=== Data to process ===
▬▬▬
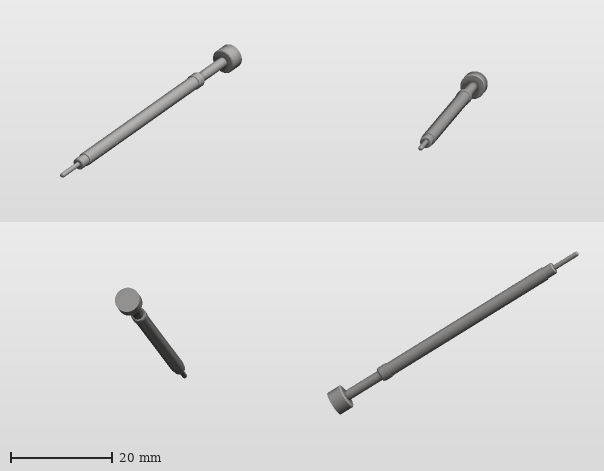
import cadquery as cq
import math

total_length = 57.9
head_length = 3.0
collar_start = 11.0
collar_end = 13.0
body_end = 49.95
tail_end = 52.2

head_diameter = 5.0
plunger_diameter = 2.0
collar_diameter = 3.0
body_diameter = 2.7
tail_diameter = 2.4
pin_diameter = 1.0

head_chamfer = 0.2
collar_chamfer_length = 0.35
collar_chamfer_depth = 0.2
tail_chamfer = 0.2
pin_tip_height = 0.35

dimple_stations = (40.65, 45.3)
dimple_diameter = 0.4
dimple_depth = 0.2

head_face_y = total_length / 2


def cylinder(diameter, start, end):
    """Cylinder on the Y axis between two distances from the head face."""
    return (
        cq.Workplane("XZ", origin=(0, head_face_y - start, 0))
        .circle(diameter / 2)
        .extrude(end - start)
    )


def make_head():
    return cylinder(head_diameter, 0, head_length).faces("<Y").chamfer(head_chamfer)


def make_collar():
    collar = cylinder(collar_diameter, collar_start, collar_end)
    return collar.faces(">Y").chamfer(collar_chamfer_length, collar_chamfer_depth)


def make_tail():
    return cylinder(tail_diameter, body_end, tail_end).faces("<Y").chamfer(tail_chamfer)


def make_pin():
    """Contact pin closed by a shallow spherical dome."""
    radius = pin_diameter / 2
    root_y = head_face_y - body_end
    tip_y = head_face_y - total_length
    shoulder_y = tip_y + pin_tip_height
    dome_radius = (radius**2 + pin_tip_height**2) / (2 * pin_tip_height)
    half_angle = math.asin(radius / dome_radius) / 2
    mid_point = (
        dome_radius * math.sin(half_angle),
        tip_y + dome_radius * (1 - math.cos(half_angle)),
    )
    return (
        cq.Workplane("XY")
        .moveTo(0, root_y)
        .lineTo(radius, root_y)
        .lineTo(radius, shoulder_y)
        .threePointArc(mid_point, (0, tip_y))
        .close()
        .revolve(360, (0, 0, 0), (0, 1, 0))
    )


def make_dimple(station, side):
    """Cone, apex inward, for a dimple on the -X (side = -1) or +X (side = 1) flank."""
    apex_x = body_diameter / 2 - dimple_depth
    cone = cq.Solid.makeCone(
        0,
        dimple_diameter,
        2 * dimple_depth,
        pnt=cq.Vector(side * apex_x, head_face_y - station, 0),
        dir=cq.Vector(side, 0, 0),
    )
    return cq.Workplane(obj=cone)


plunger = cylinder(plunger_diameter, head_length, collar_start)
body = cylinder(body_diameter, collar_end, body_end)
for station in dimple_stations:
    for side in (-1, 1):
        body = body.cut(make_dimple(station, side))

result = make_head()
for section in (plunger, make_collar(), body, make_tail(), make_pin()):
    result = result.union(section)
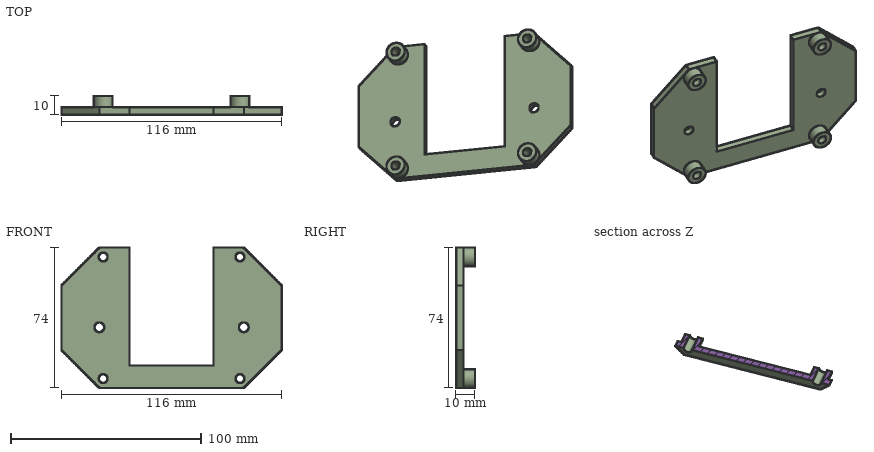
import cadquery as cq

plate_width = 116.0
plate_height = 74.0
plate_thickness = 4.0
corner_cut = 20.0

notch_width = 44.0
bottom_web_height = 12.0

standoff_diameter = 10.0
standoff_height = 6.0
standoff_hole_diameter = 4.5
standoff_x = 36.0
standoff_z = (plate_height - standoff_diameter) / 2

side_hole_diameter = 5.0
side_hole_x = 38.0
side_hole_z = -5.0

overall_depth = plate_thickness + standoff_height
standoff_points = [(sx * standoff_x, sz * standoff_z) for sx in (-1, 1) for sz in (-1, 1)]
side_hole_points = [(sx * side_hole_x, side_hole_z) for sx in (-1, 1)]


def cylinders(points, diameter, start_y, length):
    """Cylinders along +Y from start_y, at the given (x, z) points."""
    plane = cq.Workplane("XZ", origin=(0, start_y, 0))
    return plane.pushPoints(points).circle(diameter / 2).extrude(-length)


def make_plate():
    """Octagonal plate with the notch cut down from its top edge."""
    plate = (
        cq.Workplane("XZ")
        .rect(plate_width, plate_height)
        .extrude(-plate_thickness)
        .edges("|Y")
        .chamfer(corner_cut)
    )
    notch = (
        cq.Workplane("XZ")
        .center(0, bottom_web_height)
        .rect(notch_width, plate_height)
        .extrude(-plate_thickness)
    )
    return plate.cut(notch)


result = (
    make_plate()
    .union(cylinders(standoff_points, standoff_diameter, plate_thickness, standoff_height))
    .cut(cylinders(standoff_points, standoff_hole_diameter, 0, overall_depth))
    .cut(cylinders(side_hole_points, side_hole_diameter, 0, plate_thickness))
)
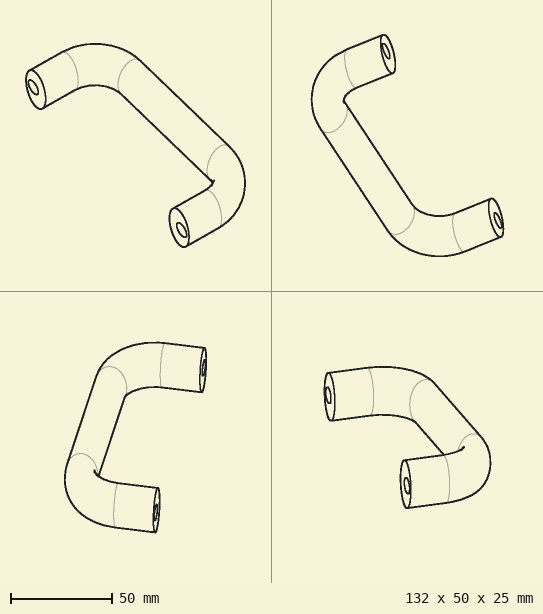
import cadquery as cq

length = 132.0
depth = 50.0

bar_thickness = 16.0
bar_height = 25.0

outer_bend_radius = 30.0

hole_diameter = 8.0
hole_outward_offset = 2.0
hole_depth = 13.2

leg_x = (length - bar_thickness) / 2
bend_radius = outer_bend_radius - bar_thickness / 2
leg_end_y = -depth / 2
grip_y = depth / 2 - bar_thickness / 2
bend_start_y = grip_y - bend_radius
grip_end_x = leg_x - bend_radius


def make_bar():
    """Sweep the elliptical section along the U-shaped centreline."""
    centreline = (
        cq.Workplane("XY")
        .moveTo(-leg_x, leg_end_y)
        .lineTo(-leg_x, bend_start_y)
        .tangentArcPoint((-grip_end_x, grip_y), relative=False)
        .lineTo(grip_end_x, grip_y)
        .tangentArcPoint((leg_x, bend_start_y), relative=False)
        .lineTo(leg_x, leg_end_y)
    )
    section = cq.Workplane("XZ", origin=(-leg_x, leg_end_y, 0)).ellipse(bar_thickness / 2, bar_height / 2)
    return section.sweep(centreline)


def make_holes():
    """Cylinders that cut the mounting holes, running inward from the leg ends."""
    hole_x = leg_x + hole_outward_offset
    return (
        cq.Workplane("XZ", origin=(0, leg_end_y, 0))
        .pushPoints([(-hole_x, 0), (hole_x, 0)])
        .circle(hole_diameter / 2)
        .extrude(-hole_depth)
    )


result = make_bar().cut(make_holes())
▬▬▬
=== Instructions to follow ===
The material above is to be set down exactly, with pictures removed.

=== Final answer ===
import cadquery as cq
import math

total_length = 57.9
head_length = 3.0
collar_start = 11.0
collar_end = 13.0
body_end = 49.95
tail_end = 52.2

head_diameter = 5.0
plunger_diameter = 2.0
collar_diameter = 3.0
body_diameter = 2.7
tail_diameter = 2.4
pin_diameter = 1.0

head_chamfer = 0.2
collar_chamfer_length = 0.35
collar_chamfer_depth = 0.2
tail_chamfer = 0.2
pin_tip_height = 0.35

dimple_stations = (40.65, 45.3)
dimple_diameter = 0.4
dimple_depth = 0.2

head_face_y = total_length / 2


def cylinder(diameter, start, end):
    """Cylinder on the Y axis between two distances from the head face."""
    return (
        cq.Workplane("XZ", origin=(0, head_face_y - start, 0))
        .circle(diameter / 2)
        .extrude(end - start)
    )


def make_head():
    return cylinder(head_diameter, 0, head_length).faces("<Y").chamfer(head_chamfer)


def make_collar():
    collar = cylinder(collar_diameter, collar_start, collar_end)
    return collar.faces(">Y").chamfer(collar_chamfer_length, collar_chamfer_depth)


def make_tail():
    return cylinder(tail_diameter, body_end, tail_end).faces("<Y").chamfer(tail_chamfer)


def make_pin():
    """Contact pin closed by a shallow spherical dome."""
    radius = pin_diameter / 2
    root_y = head_face_y - body_end
    tip_y = head_face_y - total_length
    shoulder_y = tip_y + pin_tip_height
    dome_radius = (radius**2 + pin_tip_height**2) / (2 * pin_tip_height)
    half_angle = math.asin(radius / dome_radius) / 2
    mid_point = (
        dome_radius * math.sin(half_angle),
        tip_y + dome_radius * (1 - math.cos(half_angle)),
    )
    return (
        cq.Workplane("XY")
        .moveTo(0, root_y)
        .lineTo(radius, root_y)
        .lineTo(radius, shoulder_y)
        .threePointArc(mid_point, (0, tip_y))
        .close()
        .revolve(360, (0, 0, 0), (0, 1, 0))
    )


def make_dimple(station, side):
    """Cone, apex inward, for a dimple on the -X (side = -1) or +X (side = 1) flank."""
    apex_x = body_diameter / 2 - dimple_depth
    cone = cq.Solid.makeCone(
        0,
        dimple_diameter,
        2 * dimple_depth,
        pnt=cq.Vector(side * apex_x, head_face_y - station, 0),
        dir=cq.Vector(side, 0, 0),
    )
    return cq.Workplane(obj=cone)


plunger = cylinder(plunger_diameter, head_length, collar_start)
body = cylinder(body_diameter, collar_end, body_end)
for station in dimple_stations:
    for side in (-1, 1):
        body = body.cut(make_dimple(station, side))

result = make_head()
for section in (plunger, make_collar(), body, make_tail(), make_pin()):
    result = result.union(section)
import cadquery as cq

plate_width = 116.0
plate_height = 74.0
plate_thickness = 4.0
corner_cut = 20.0

notch_width = 44.0
bottom_web_height = 12.0

standoff_diameter = 10.0
standoff_height = 6.0
standoff_hole_diameter = 4.5
standoff_x = 36.0
standoff_z = (plate_height - standoff_diameter) / 2

side_hole_diameter = 5.0
side_hole_x = 38.0
side_hole_z = -5.0

overall_depth = plate_thickness + standoff_height
standoff_points = [(sx * standoff_x, sz * standoff_z) for sx in (-1, 1) for sz in (-1, 1)]
side_hole_points = [(sx * side_hole_x, side_hole_z) for sx in (-1, 1)]


def cylinders(points, diameter, start_y, length):
    """Cylinders along +Y from start_y, at the given (x, z) points."""
    plane = cq.Workplane("XZ", origin=(0, start_y, 0))
    return plane.pushPoints(points).circle(diameter / 2).extrude(-length)


def make_plate():
    """Octagonal plate with the notch cut down from its top edge."""
    plate = (
        cq.Workplane("XZ")
        .rect(plate_width, plate_height)
        .extrude(-plate_thickness)
        .edges("|Y")
        .chamfer(corner_cut)
    )
    notch = (
        cq.Workplane("XZ")
        .center(0, bottom_web_height)
        .rect(notch_width, plate_height)
        .extrude(-plate_thickness)
    )
    return plate.cut(notch)


result = (
    make_plate()
    .union(cylinders(standoff_points, standoff_diameter, plate_thickness, standoff_height))
    .cut(cylinders(standoff_points, standoff_hole_diameter, 0, overall_depth))
    .cut(cylinders(side_hole_points, side_hole_diameter, 0, plate_thickness))
)
import cadquery as cq

length = 132.0
depth = 50.0

bar_thickness = 16.0
bar_height = 25.0

outer_bend_radius = 30.0

hole_diameter = 8.0
hole_outward_offset = 2.0
hole_depth = 13.2

leg_x = (length - bar_thickness) / 2
bend_radius = outer_bend_radius - bar_thickness / 2
leg_end_y = -depth / 2
grip_y = depth / 2 - bar_thickness / 2
bend_start_y = grip_y - bend_radius
grip_end_x = leg_x - bend_radius


def make_bar():
    """Sweep the elliptical section along the U-shaped centreline."""
    centreline = (
        cq.Workplane("XY")
        .moveTo(-leg_x, leg_end_y)
        .lineTo(-leg_x, bend_start_y)
        .tangentArcPoint((-grip_end_x, grip_y), relative=False)
        .lineTo(grip_end_x, grip_y)
        .tangentArcPoint((leg_x, bend_start_y), relative=False)
        .lineTo(leg_x, leg_end_y)
    )
    section = cq.Workplane("XZ", origin=(-leg_x, leg_end_y, 0)).ellipse(bar_thickness / 2, bar_height / 2)
    return section.sweep(centreline)


def make_holes():
    """Cylinders that cut the mounting holes, running inward from the leg ends."""
    hole_x = leg_x + hole_outward_offset
    return (
        cq.Workplane("XZ", origin=(0, leg_end_y, 0))
        .pushPoints([(-hole_x, 0), (hole_x, 0)])
        .circle(hole_diameter / 2)
        .extrude(-hole_depth)
    )


result = make_bar().cut(make_holes())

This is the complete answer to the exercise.